During transplant I had to leave....never very long and never going very far....  but just to the apartment down the street....sometimes for an hour...sometimes overnight.....  I would never leave if I didn't trust the nurse...or if Parklen had something important going on.   I would wait around until after shift change to lay eyes on the one who would be watching over my baby.....If I knew them...if I trusted them....I would sneak away.  

It was never easy to walk down that hall toward the elevator.  I never felt good about it.  But the masses said..."Amanda....you have to take care of yourself."  The sleep doesn't come easy in a hospital room....I have spent too many nights to count next to a window looking out over the lights of the city.....Curled up in a ball and praying for just a moments worth of rest.....

But.  Leaving Parklen was never something I wanted to do....rather something that had to be done...or did it?  Looking back I am sure that the few months of transplant could have been spent like all of the rest....I could have stayed with him every night.  I could have.....  but I didn't.

And hearing the words slip out of his mouth like the poem of a sad heart.......
hearing those words took the breath from my chest.....
I can never get those moments that I spent away from him back again.....they are gone.
I am sure that someday he will remember the times I was there....but the very idea of him thinking about the times when I left....too much.

Why?
Why has all of this had to happen to Parklen?
And why is this pain in constant replay?  There isn't a break.....and I think that people expect there to be.  That because we are home....things should be easy now right?

And back to the "taking care of yourself" bit that you hear....
How is it even possible?
It really is not.

When you are gifted with the job of having a child such as Parklen, you are not given sick days or paid vacation....you aren't allotted personal time.....
Taking care of yourself comes last....dead last.

First is the crisis at hand....
the child that cannot function as normal...
The meds, the worry, the care....

Next is your marriage and your healthy children......

Then is the other billion things that lie in the realm of your responsibility....
and finally.....
after all of that....
there is a tiny slot for you........me.

But often....when I reach that slot.....I am far too tired to lift a finger in my own defense....


Today it just all added up..........The sum of the parts came smashing together and the result was a mental meltdown.
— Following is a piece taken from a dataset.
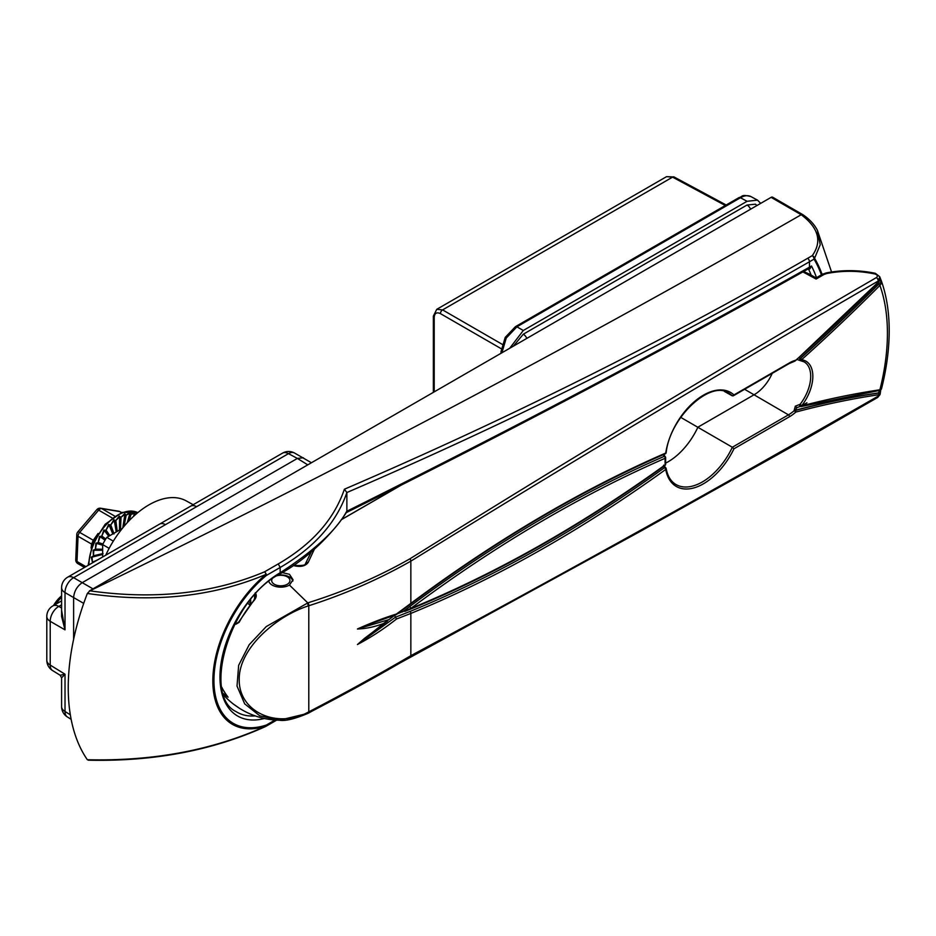 <?xml version="1.0" encoding="UTF-8"?>
<svg xmlns="http://www.w3.org/2000/svg" width="936" height="936" viewBox="0 0 936 936"><rect width="100%" height="100%" fill="white"/><g stroke="black" fill="none" stroke-linecap="round" stroke-linejoin="round"><path stroke-width="1.4" d="M193.19 504.715L186.194 500.865A75.488 43.582 120 0 0 148.929 504.867A75.488 43.582 120 0 0 105.745 555.188M311.431 462.747L294.395 452.942A12.168 7.02 118.3 0 0 288.475 453.644L165.473 524.651A12.168 7.032 -120 0 0 159.541 524.137L67.684 577.173A12.168 12.168 0 0 0 61.6 587.714A12.168 7.032 180 0 0 65.017 592.593L65.017 629.858L61.6 610.389M165.473 524.651L73.616 577.688L82.228 582.66L297.379 458.429L288.475 453.644A12.168 7.032 -120 0 0 282.543 453.129L159.541 524.137M92.98 588.861L82.228 582.66C77.033 586.287 74.166 591.248 73.616 597.554L73.616 639.3M61.6 604.808L58.816 606.411A12.168 7.266 120 0 0 50.216 621.317L50.216 665.075A12.168 7.02 121.7 0 0 52.568 670.55L60.161 675.242L65.017 674.224L65.017 711.5A12.168 7.02 121.7 0 0 67.369 716.964L71.136 719.304M67.684 577.173A12.168 7.032 -120 0 1 73.616 577.688A12.168 7.266 120 0 0 65.017 592.593L83.702 603.381M303.358 457.774L297.379 458.429L307.769 464.853M61.6 587.714L61.6 616.496L65.017 629.858L50.216 621.317A12.168 7.032 180 0 1 46.8 616.438L46.8 660.196A12.168 7.032 0 0 0 50.216 665.075L65.017 674.224L61.6 677.828L61.6 706.61A12.168 12.168 0 0 0 67.369 716.964M196.619 506.668A12.168 7.032 -120 0 0 190.687 506.154M109.161 548.356L102.667 544.6A30.127 17.398 -60 0 1 106.821 537.393L113.314 541.148M102.667 556.978L102.667 544.6L96.537 543.395L95.402 549.104L102.667 549.245M106.821 537.393L122.288 528.466M90.675 563.893L96.993 560.255M97.379 560.02L92.465 562.314L91.307 557.224L93.424 555.949L103.03 553.585M102.667 553.679L93.448 555.855L93.132 550.251L95.343 549.268L102.667 549.338L95.378 549.175L95.893 543.243L98.14 542.599L102.901 544.12L98.186 542.506L99.497 536.457L101.72 536.176L105.686 539.113M105.709 539.089L101.767 536.094L103.802 530.127L105.943 530.244L109.816 535.661M109.84 535.661L106.002 530.174L108.658 524.488L110.659 525.014L113.981 533.988M113.771 533.391L110.729 524.956L113.888 519.749L115.701 520.673L117.187 531.238L115.772 520.627L119.317 516.075L120.896 517.386L120.475 529.156L120.966 517.339L124.734 513.595L126.032 515.245L123.997 526.395L126.103 515.233L129.94 512.413L130.946 514.355L128.84 520.989M128.887 520.942L131.017 514.355L134.749 512.565A0.913 0.76 -89.9 0 1 134.761 513.314L131.063 514.355A38.645 22.312 120 0 0 130.946 514.355L130.022 513.15L126.161 515.21L124.067 526.313M78.378 563.8A4.259 2.457 -60 0 1 77.875 563.624A4.259 4.259 0 0 1 75.746 559.763A4.259 2.34 2.4 0 0 76.998 561.506L85.901 566.654M75.746 559.763L76.787 534.526A4.259 2.34 2.4 0 0 78.039 536.269L76.998 561.506A4.259 2.457 -60 0 0 77.325 563.074A4.259 2.457 -60 0 0 77.875 563.624L84.509 567.462M91.038 548.005L91.634 544.12L78.039 536.269A4.259 2.457 -60 0 1 79.665 532.397A4.259 1.065 40.5 0 0 77.805 531.929L96.806 509.675A4.259 4.259 0 0 1 100.749 508.248A4.259 3.405 99.5 0 1 101.673 508.576L114.707 516.099M121.423 512.6L119.644 511.571A4.259 3.405 -80.5 0 0 118.708 511.231L100.749 508.248M92.266 544.705A4.259 2.668 -170 0 0 91.634 544.12L93.272 540.247L98.104 533.45M96.806 509.675A4.259 1.065 40.5 0 1 98.666 510.143L79.665 532.397L93.272 540.247A4.259 1.404 -146.5 0 0 94.138 540.517M102.667 554.428L92.009 557.154L92.465 562.243L97.987 559.669M102.667 550.239L93.811 550.286L93.46 555.785L102.667 553.609M102.667 545.208L95.893 543.243M105.043 540.166L100.082 536.726L98.21 542.435L102.948 544.015M108.763 536.281L104.329 530.513L101.813 536.024L105.756 539.019M112.776 533.965L109.102 524.979L106.049 530.115L109.898 535.614M116.251 531.952L114.251 520.322L110.776 524.897L113.829 533.356M119.48 530.092L119.586 516.719L115.83 520.58L117.257 531.367M122.768 527.881L124.909 514.309L121.013 517.315L120.51 529.495M127.226 522.733L130.022 513.15A0.913 0.702 -105.7 0 0 129.94 512.413M133.403 516.496L134.761 513.314L135.369 514.718M93.822 562.08L92.453 562.396A38.645 22.312 120 0 1 92.465 562.314L92.465 562.243M102.667 554.018L91.307 557.224M102.667 549.748L93.132 550.251M105.382 539.604L101.193 536.609L99.497 536.457M109.325 535.954L105.37 530.63L103.802 530.127M113.303 533.66L110.05 525.33L108.658 524.488M116.754 531.66L115.081 520.907L113.888 519.749M119.995 529.788L120.264 517.514L119.317 516.075M123.4 527.108L125.412 515.28L124.909 514.309A0.913 0.632 -118 0 0 124.734 513.595M128.056 521.832L130.361 514.274M134.492 515.502L134.901 514.554M272.072 579.021A9.126 5.265 0 0 0 275.196 584.696A9.126 5.265 0 0 0 285.492 585.07A9.126 5.265 0 0 0 288.838 578.027A9.126 5.265 0 0 0 276.799 575.804M277.84 575.16A12.168 7.032 180 0 1 292.874 581.022M264.385 718.485A85.141 49.163 -60 0 1 220.498 667.532A85.141 49.163 -60 0 1 280.168 572.762A3.042 1.755 -120 0 1 279.536 574.154C229.905 599.286 201.743 695.401 236.024 711.571L236.024 711.571A82.099 47.408 120 0 0 255.224 715.9M800.596 406.446L806.914 402.808M89.341 759.915L87.341 759.728A205.393 118.579 -60 0 1 87.341 593.459L89.868 590.838C154.487 599.953 212.694 593.623 264.478 571.861L278.261 563.917L280.168 567.485L280.168 572.762C314.484 550.497 336.714 529.916 346.87 510.997L346.858 511.22C509.594 430.396 663.799 349.046 809.464 267.181L809.464 261.764C663.952 345.442 509.746 422.37 346.87 492.535L346.87 492.593C336.34 522.791 314.11 547.747 280.168 567.485L266.397 575.441A93.658 54.066 120 0 0 213.946 680.519A93.658 54.066 120 0 0 266.397 725.026L275.055 720.03M279.536 574.154C313.63 555.633 338.774 525.014 346.507 512.203L346.858 511.22M346.87 510.997L346.87 492.593M89.868 590.838C336.059 471.171 573.171 345.805 801.193 214.742L771.112 197.356L89.341 590.967M771.112 197.356A3.042 1.755 -60 0 1 772.633 197.203L802.959 214.742A3.042 1.275 -55.9 0 0 801.625 215.023L802.971 214.929M87.341 759.728C153.446 761.331 212.999 750.099 265.999 726.055A3.042 1.544 64.3 0 1 265.567 726.523C212.776 750.473 153.668 761.682 88.241 760.184M265.567 726.523A3.042 3.042 0 0 0 265.765 726.418A3.042 1.755 60 0 0 266.397 725.026A3.042 2.083 -108.4 0 1 265.999 726.055A94.945 54.814 -60 0 1 212.835 680.928A94.945 54.814 -60 0 1 265.999 574.4A3.042 1.357 -129.5 0 1 266.397 575.441A3.042 1.755 60 0 0 264.478 571.861A3.042 1.591 65.4 0 1 265.999 574.4C212.999 596.735 153.446 603.088 87.341 593.459M278.261 563.917C312.062 544.272 334.105 519.375 344.389 489.224C507.546 419.035 661.974 342.061 807.686 258.289L812.272 255.645C822.217 241.64 818.672 228.103 801.625 215.023M831.566 272.037L817.35 230.221L820.228 244.741L814.577 258.277A204.387 118.006 -60 0 1 822.124 274.435M344.389 489.224L346.87 492.535M821.422 274.845A203.334 117.398 120 0 0 814.051 259.12A3.042 1.755 60 0 0 812.272 255.645A3.042 2.129 38.3 0 1 814.577 258.277A3.042 2.363 -30.4 0 1 814.051 259.12L809.464 261.764A3.042 1.755 60 0 0 807.686 258.289M809.102 268.41L808.833 268.574A3.042 1.755 60 0 1 808.564 268.679L811.512 265.988L809.839 268.913L808.493 269.018M808.318 268.761A2.434 1.427 -63.3 0 1 808.505 269.03A203.814 117.667 120 0 1 811.138 275.067M506.259 338.036L505.194 337.428L515.432 326.676A3.042 1.755 -120 0 1 516.918 326.804L523.294 330.49L747.068 201.298L740.458 197.742A3.042 1.755 -120 0 0 738.984 197.613C742.985 196.759 740.575 194.021 750.906 196.572L751.093 196.677C748.133 195.074 744.588 195.425 740.458 197.742L516.918 326.804L506.259 338.036L501.86 352.884M433.356 392.348L433.356 316.134L436.738 309.336L442.599 309.898L502.187 344.308M725.318 205.499L672.563 177.138L666.549 176.658L674.037 176.962A3.042 1.755 118.3 0 0 672.563 177.138L442.599 309.898A3.042 1.813 120 0 0 440.446 313.63C436.679 311.91 434.596 313.15 434.21 317.351L434.21 391.856M756.99 205.511L755.434 204.188L747.068 205.019L523.294 334.21L513.384 346.144M760.675 203.381L757.528 200.129L747.068 201.298M523.294 330.49L509.687 348.286M53.504 605.533A23.365 13.49 -60 0 1 61.6 595.846M227.881 639.709A69.217 40.306 0.4 0 0 228.08 639.85A63.999 52.252 178.3 0 0 227.6 640.458M268.831 581.49A12.226 7.067 0 0 0 272.165 585.082A12.226 7.067 0 0 0 289.47 585.082L293.05 579.747L289.47 574.306L282.216 572.586M665.566 463.156A52.334 30.221 120 0 0 697.905 427.19L754.17 394.711A31.04 17.924 120 0 0 772.223 373.359M221.785 687.188A63.999 52.252 178.3 0 0 228.08 697.18A69.217 39.616 179.6 0 1 223.306 693.553M879.419 280.952A1.217 0.632 -153.9 0 0 879.758 280.73L879.758 276.705L878.237 281.022C722.393 371.545 566.596 464.911 410.845 561.132C379.01 579.255 344.986 594.126 308.786 605.756L308.4 605.885C277.875 615.455 238.68 647.49 239.218 679.676C238.797 712.46 277.875 729.015 308.4 712.05L307.663 713.407L279.373 720.229L259.798 715.806L244.694 703.872L237.019 686.076L238.657 665.309L249.21 644.693L266.245 626.582L308.049 602.772C344.284 591.482 378.261 576.822 409.991 558.769C565.204 461.846 720.697 368.105 876.459 277.536C878.027 276.132 877.535 274.95 874.973 273.991C858.71 270.598 842.634 270.445 826.722 273.523L823.949 274.517A3.042 1.755 -120 0 0 822.346 274.306L826.067 272.961A3.042 0.866 -100.8 0 1 826.722 273.523M235.474 622.697A58.301 33.064 -0.9 0 0 236.668 623.458A1.217 0.749 122.1 0 0 235.977 624.172A59.225 33.591 179.1 0 1 235.018 623.563M255.247 592.816C256.885 594.968 256.499 597.507 254.112 600.421A77.571 44.788 120 0 0 239.148 622.311L236.668 623.458L238.727 622.042L253.668 600.584M235.977 624.172L239.148 622.311M223.926 695.413A77.594 77.594 0 0 0 233.134 703.872L233.134 703.872A59.225 34.784 0.9 0 0 235.977 705.919A1.217 0.725 123.8 0 0 236.024 705.955M239.148 708.084A1.217 0.994 124.1 0 1 239.113 708.072L240.072 708.681A77.571 44.788 120 0 1 239.148 708.084L233.134 703.872M800.42 406.353L796.817 407.675L794.746 411.138L794.067 410.775L795.319 406.177L800.151 404.258L801.731 405.885A1351.186 780.109 -60 0 1 879.91 389.774L881.057 389.399L880.331 390.136M880.425 278.6L881.104 280.227C886.497 295.168 889.2 312.016 889.2 330.771C889.177 349.257 886.603 368.644 881.466 388.943L880.6 390.019A1.217 1.088 -122 0 0 881.057 389.399M308.4 712.05L308.786 711.851C344.986 693.014 379.01 674.294 410.845 655.68C566.596 572.048 722.405 485.515 878.237 396.103L879.945 394.7L880.203 393.763L878.611 394.746A1345.711 776.95 120 0 0 795.822 412.074L794.746 411.138M879.945 394.7L877.605 397.496A3.042 1.755 60 0 0 878.237 396.103A197.777 114.192 120 0 0 878.611 394.746A1.217 0.901 81.5 0 0 878.05 393.143L880.355 390.16M801.731 359.588L801.602 359.775A32.982 19.048 -60 0 1 801.602 405.838A1.217 0.959 -36.6 0 1 800.011 406.282L800.643 406.47A1.217 0.866 75.4 0 0 801.169 406.563L879.232 390.487A1.217 0.901 -98.6 0 0 879.91 389.774A197.777 114.192 120 0 0 887.422 333.263A197.777 114.192 120 0 0 879.91 285.41A1351.186 780.109 -60 0 1 801.731 359.588L800.643 358.266A1349.969 779.407 120 0 0 878.752 284.146L879.664 282.894A1.217 0.632 26.1 0 1 881.057 283.842L879.91 285.41L878.752 284.146M733.941 448.8L732.338 447.244L788.451 414.847A31.461 18.158 120 0 0 794.067 410.775L795.179 410.483A1.217 0.866 75.1 0 1 795.822 412.074A32.982 19.048 -60 0 1 789.516 416.707L733.941 448.8A54.276 31.344 -60 0 1 694.582 487.714A54.276 31.344 -60 0 1 665.742 469.451A1351.49 780.285 -60 0 1 410.845 613.431L396.478 619.024C383.772 629.039 370.761 637.545 357.423 644.518L383.526 623.505C374.54 626.909 365.836 628.746 357.423 629.004C370.761 622.978 383.772 617.971 396.478 614.004L410.845 603.381L410.845 561.132A3.042 1.696 58.4 0 0 409.991 558.769M665.274 453.808A1.521 1.521 0 0 0 666.163 452.638A1.521 0.702 8.5 0 1 665.742 453.036A1.521 0.983 -113.5 0 1 665.274 453.808C580.297 490.803 495.436 540.856 410.67 603.977L410.67 603.977A1.521 0.737 -126.7 0 0 410.845 603.381A1351.49 780.285 -60 0 1 665.742 453.036A54.276 31.344 -60 0 1 694.582 401.474A54.276 31.344 -60 0 1 733.941 394.933L789.516 362.852A32.982 19.048 -60 0 1 795.822 360.208L794.746 361.156L795.822 360.208A1345.711 776.95 120 0 0 878.611 281.947L880.331 278.355A1.217 0.901 -20.6 0 1 880.39 278.483L880.261 278.366M880.238 279.267A1.217 0.901 -20.6 0 0 880.39 278.483L881.057 283.842M250.637 599.695L250.848 603.662M249.748 605.077L247.853 603.252M823.949 274.517L816.087 279.045L802.959 271.955M314.32 549.28L308.143 562.489C305.44 566.046 300.901 567.157 294.524 565.835A3.042 1.416 104.3 0 1 295.483 565.473L295.483 565.473C302.433 565.754 305.756 565.168 305.428 563.706L305.428 563.706A3.042 2.41 25.2 0 1 308.143 562.489M368.983 624.312L357.517 628.945L388.885 619.632L394.512 615.35L395.507 617.175L409.921 611.489A1.521 0.994 -112.3 0 1 410.845 613.431L410.845 655.68A3.042 1.813 61.6 0 1 410.132 657.119A3.042 1.813 61.6 0 1 409.991 657.189C378.261 675.745 344.284 694.418 308.049 713.209M666.163 452.638C669.989 417.011 710.611 379.981 728.606 393.073A52.755 30.455 120 0 1 732.338 395.87L733.941 394.933L732.338 395.87L724.359 391.388M409.921 611.489A1349.969 779.407 120 0 0 664.537 467.672A1.521 0.76 -125.8 0 1 665.742 469.451A1.521 1.03 -10.2 0 0 666.163 468.562C667.637 476.19 670.866 481.49 675.85 484.45A52.755 30.455 120 0 0 732.338 447.244L680.729 417.362M253.878 600.315L255.446 596.173L255.072 594.571M665.625 457.751A1.521 1.521 0 0 0 664.876 456.347L664.876 456.347A1.521 0.889 -59.6 0 0 664.232 456.347A1.521 0.983 -113.5 0 1 665.18 458.277A1.521 0.807 3.6 0 0 665.625 457.751L665.625 464.127A1.521 0.936 -3.8 0 1 665.18 464.853A1.521 0.76 -125.8 0 1 664.993 465.461C579.992 526.605 495.109 574.517 410.342 609.196A1.521 0.994 -112.2 0 0 410.845 608.412L410.845 608.412A1345.406 776.775 120 0 0 665.18 464.853A54.276 31.344 -60 0 1 665.075 461.623A54.276 31.344 -60 0 1 665.18 458.277A1345.406 776.775 120 0 0 410.845 608.4L410.845 608.4A1.521 0.737 -126.7 0 0 409.605 606.645A1346.927 777.652 -60 0 1 664.232 456.347L663.261 454.428M800.011 359.19L801.602 359.775L800.011 360.524A1.521 0.866 -60.7 0 1 799.964 360.5A1.521 0.866 -60.7 0 1 799.672 359.471A1.521 0.866 -60.7 0 1 800.42 358.137L800.151 360.559L804.082 361.858A31.461 18.158 120 0 0 800.736 360.652M396.478 619.024L395.507 617.175L357.517 644.471L364.584 638.305M410.81 608.423L397.437 613.77M663.706 465.133L665.438 467.52A1.521 0.889 -59.5 0 1 665.73 468A1.521 1.03 -10.2 0 1 666.163 468.562A1.521 1.521 0 0 0 665.438 467.52L665.438 467.52A1.521 0.889 -59.5 0 0 664.537 467.672L663.261 465.941M402.468 611.968L409.605 606.645M225.997 694.43L228.08 697.18M876.459 277.536A3.042 1.755 60 0 1 878.237 281.022A197.777 114.192 120 0 1 878.611 281.947L878.249 282.309M874.973 273.991L875.289 273.289C858.605 269.884 842.201 269.779 826.067 272.961M816.087 279.045L816.005 278.214M383.526 623.505L388.885 619.632M396.478 614.004L395.507 614.671L396.478 614.004M795.53 360.676L879.758 280.73A1.217 0.632 -153.9 0 0 879.746 280.379M794.067 410.775A1.521 0.854 -60.6 0 1 794.617 410.459A1346.927 777.652 -60 0 1 878.962 392.851A1.217 1.088 58 0 1 879.746 394.372M236.001 705.931L239.113 708.072A1.217 0.994 124.1 0 1 239.089 708.049M254.112 600.421L255.446 596.173M250.637 602.878L249.491 604.2M800.011 406.282L800.151 404.258A1.521 0.866 119.6 0 0 799.952 406.306L799.952 406.306A1.521 0.866 119.6 0 0 800.069 406.353M797.074 359.471L800.467 360.676M747.068 205.019A6.084 3.51 60 0 1 750.602 209.196A6.084 3.51 60 0 0 747.068 205.019M523.294 334.21A6.084 3.51 60 0 1 526.828 338.387A6.084 3.51 60 0 0 523.294 334.21M61.6 706.61A12.168 7.032 180 0 0 65.017 711.5L70.329 714.788M61.6 600.865L52.884 605.896A12.168 7.032 -120 0 1 58.816 606.411L61.6 608.014M88.113 565.379L92.512 544.108L105.171 524.265L121.984 512.39L137.779 512.659A41.079 23.716 120 0 0 106.493 524.265A41.079 23.716 120 0 0 88.815 564.97M88.897 564.923A41.079 23.716 -60 0 1 106.564 524.335A41.079 23.716 -60 0 1 137.779 512.671M93.46 555.785A0.913 0.655 76.7 0 1 93.448 555.855A38.645 22.312 120 0 0 93.424 555.949A0.913 0.655 -103.8 0 1 93.12 556.417M95.402 549.104A0.913 0.714 91.1 0 1 95.378 549.175A38.645 22.312 120 0 0 95.343 549.268A0.913 0.714 -89.5 0 1 94.957 549.736M98.21 542.435A0.913 0.737 108.4 0 1 98.186 542.506A38.645 22.312 120 0 0 98.14 542.599A0.913 0.737 -72.3 0 1 97.683 543.055M101.813 536.024A0.913 0.749 127.2 0 1 101.767 536.094A38.645 22.312 120 0 0 101.72 536.176A0.913 0.749 -53.5 0 1 101.193 536.609M106.049 530.115A0.913 0.725 145 0 1 106.002 530.174A38.645 22.312 120 0 0 105.943 530.244A0.913 0.725 -35.6 0 1 105.37 530.63M110.776 524.897A0.913 0.667 160.2 0 1 110.729 524.956A38.645 22.312 120 0 0 110.659 525.014A0.913 0.667 -20.4 0 1 110.05 525.33M115.83 520.58A0.913 0.597 172.4 0 1 115.772 520.627A38.645 22.312 120 0 0 115.701 520.673A0.913 0.597 -8 0 1 115.081 520.907M121.013 517.315L120.966 517.339A38.645 22.312 120 0 0 120.896 517.386L120.264 517.514M126.161 515.21L126.103 515.233A38.645 22.312 120 0 0 126.032 515.245L125.412 515.28M112.133 517.924L98.666 510.143A4.259 2.457 -60 0 1 101.673 508.576L119.644 511.571A4.259 2.457 -60 0 1 120.136 511.746A4.259 4.259 0 0 0 118.708 511.231M131.063 514.355L128.957 520.872M345.77 512.858C508.704 431.917 663.062 350.485 808.833 268.574A3.042 1.755 60 0 0 809.464 267.181L811.512 265.988A206.844 119.422 -60 0 1 816.52 277.676M276.658 720.135L265.765 726.418A3.042 1.755 60 0 1 265.66 726.476M808.868 268.55A2.434 1.334 -109.3 0 1 809.839 268.913M501.205 348.707L440.446 313.63M501.79 352.837A3.042 1.755 180 0 1 501.006 351.667L505.194 337.428M433.356 316.134A3.042 1.755 0 0 0 434.21 317.351M61.6 597.262A24.956 14.403 120 0 0 55.832 604.2M744.611 389.294L788.451 414.847A1.521 0.877 -120 0 1 789.516 416.707M289.47 585.082L307.137 602.269L308.4 605.885M800.151 404.258A31.461 18.158 120 0 0 810.705 376.319A31.461 18.158 120 0 0 804.082 361.858M279.361 720.229C285.164 721.258 294.711 718.965 307.991 713.337L308.377 713.15A3.042 1.31 63 0 0 308.786 711.851L308.786 605.756A3.042 1.615 71.6 0 0 308.049 602.772M254.604 595.015L254.604 598.876M236.668 623.458L238.528 622.381M413.77 477.886L341.242 519.761M248.906 601.871L250.637 602.866M795.179 410.483A1346.927 777.652 -60 0 1 878.05 393.143M800.42 358.137A1349.969 779.407 120 0 0 879.664 282.894M877.605 397.496L797.659 443.453L640.154 531.461L308.377 713.15A3.042 1.31 63 0 1 308.155 713.209M808.564 274.611A3.042 1.755 -60 0 1 810.085 274.459L803.72 271.51M878.752 390.382A1.217 0.901 -98.6 0 0 879.232 390.487L880.6 390.019M801.731 405.885A1.217 0.866 75.4 0 1 801.169 406.563L799.952 406.189M795.319 406.177L796.817 407.675M663.706 453.972L664.876 456.347A1.521 0.889 -59.6 0 1 665.192 457.142M794.851 361.132L789.2 363.542A1.521 0.877 -120 0 0 789.516 362.852M294.395 452.942A12.168 12.168 0 0 0 282.543 453.129M52.884 605.896A12.168 12.168 0 0 0 46.8 616.438M46.8 660.196A12.168 12.168 0 0 0 52.568 670.55M60.161 675.242L61.6 677.828M77.805 531.929A4.259 4.259 0 0 0 76.787 534.526M120.136 511.746L121.54 512.554M817.35 230.221C814.343 224.406 809.546 219.246 802.959 214.742M436.738 309.336L666.549 176.658M750.906 196.572L757.528 200.129M738.984 197.613L515.432 326.676M501.006 353.293L501.006 351.667M674.037 176.962L726.184 204.996M53.469 605.557L61.6 595.764M240.072 708.681A77.594 77.594 0 0 0 278.893 720.217M226.968 695.928L221.914 687.913M799.016 357.938L800.315 358.628M879.758 276.705L875.289 273.289M293.939 565.122L295.483 565.473M810.085 274.459L816.04 277.957L822.346 274.306M305.428 563.706L311.29 551.912M341.324 519.655L412.858 478.354M404.797 611.419L410.342 609.196M364.443 638.422L387.445 621.106M368.562 624.464L396.092 614.741M410.67 603.977L396.209 614.683M880.214 277.84L880.39 278.483M880.203 393.763L880.788 389.61M664.993 465.461A1.521 1.521 0 0 0 665.625 464.127M789.2 363.542L733.251 395.858"/></g></svg>

Fears and stress crashing at high speeds and creating a mess of emotions within my mind.....

And for tonight I have nothing left......
nothing left but a prayer to a God that is So big and yet listens to my cries.....
A prayer for comfort....
A prayer for His gentle easing of my pain.....
And a smile in knowing that He never fails to show up.....
and that even in the moments when I feel alone in my struggle....He is there.